══ MATERIAL FOR THE TASK ══

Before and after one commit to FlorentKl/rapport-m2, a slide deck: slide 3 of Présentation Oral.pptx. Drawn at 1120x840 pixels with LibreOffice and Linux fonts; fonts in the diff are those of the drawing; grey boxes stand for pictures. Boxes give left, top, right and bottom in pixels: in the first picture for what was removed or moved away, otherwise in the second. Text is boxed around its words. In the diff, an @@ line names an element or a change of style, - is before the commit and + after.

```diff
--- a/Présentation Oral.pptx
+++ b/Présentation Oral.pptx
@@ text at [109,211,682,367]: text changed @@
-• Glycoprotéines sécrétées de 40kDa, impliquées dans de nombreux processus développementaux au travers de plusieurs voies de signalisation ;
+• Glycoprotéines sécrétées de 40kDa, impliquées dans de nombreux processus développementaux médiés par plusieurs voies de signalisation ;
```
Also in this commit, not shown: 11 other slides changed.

═══
══ MATERIAL FOR THE TASK ══

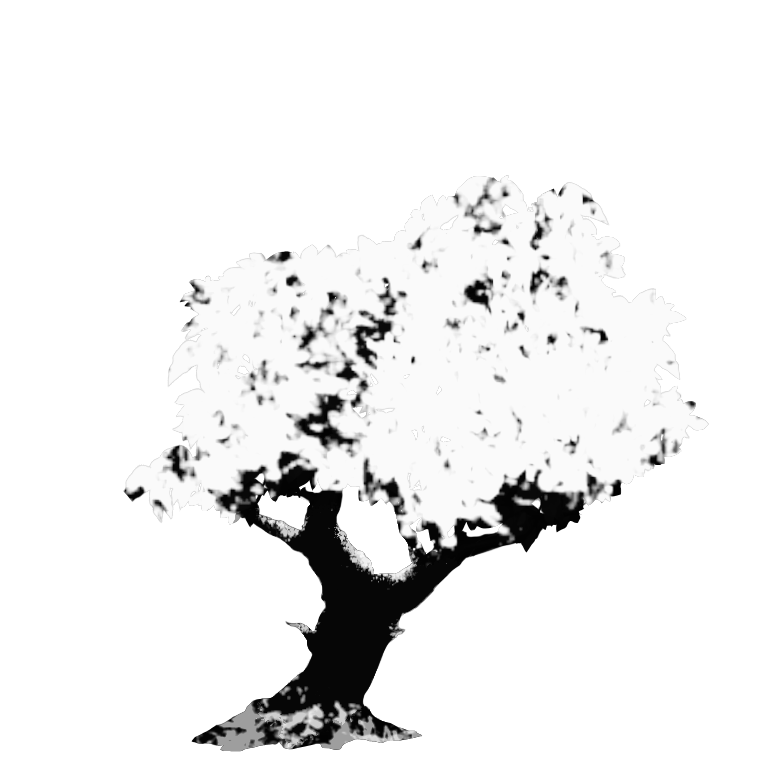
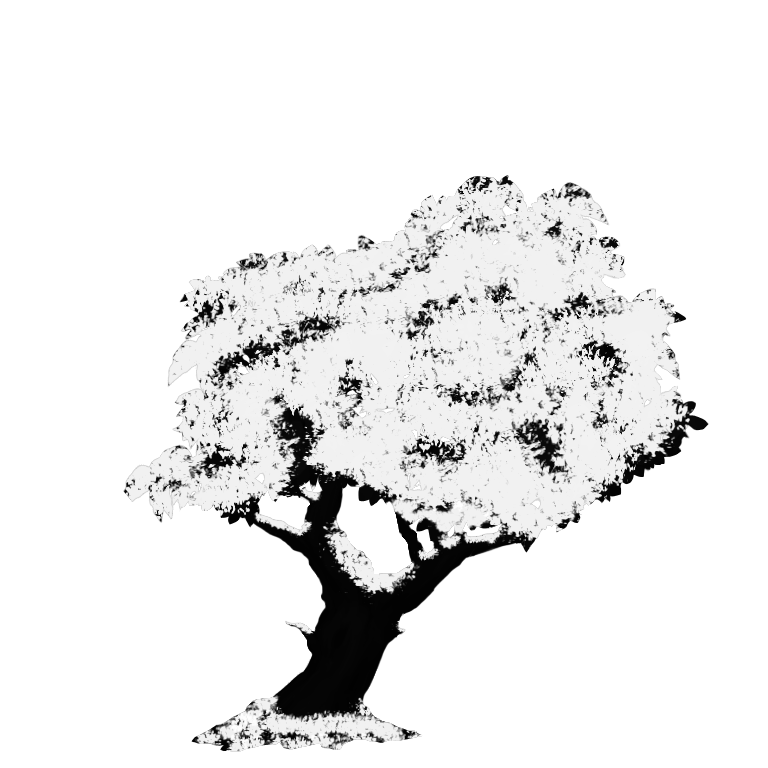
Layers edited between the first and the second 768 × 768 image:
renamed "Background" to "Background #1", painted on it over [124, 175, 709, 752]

═══

TASK OBJECTIVE –
Write down, word for word, the lines above from the one containing "Before and after" through the one containing "Also in this", both ends included.

WRITTEN RESPONSE –
Before and after one commit to FlorentKl/rapport-m2, a slide deck: slide 3 of Présentation Oral.pptx. Drawn at 1120x840 pixels with LibreOffice and Linux fonts; fonts in the diff are those of the drawing; grey boxes stand for pictures. Boxes give left, top, right and bottom in pixels: in the first picture for what was removed or moved away, otherwise in the second. Text is boxed around its words. In the diff, an @@ line names an element or a change of style, - is before the commit and + after.

```diff
--- a/Présentation Oral.pptx
+++ b/Présentation Oral.pptx
@@ text at [109,211,682,367]: text changed @@
-• Glycoprotéines sécrétées de 40kDa, impliquées dans de nombreux processus développementaux au travers de plusieurs voies de signalisation ;
+• Glycoprotéines sécrétées de 40kDa, impliquées dans de nombreux processus développementaux médiés par plusieurs voies de signalisation ;
```
Also in this commit, not shown: 11 other slides changed.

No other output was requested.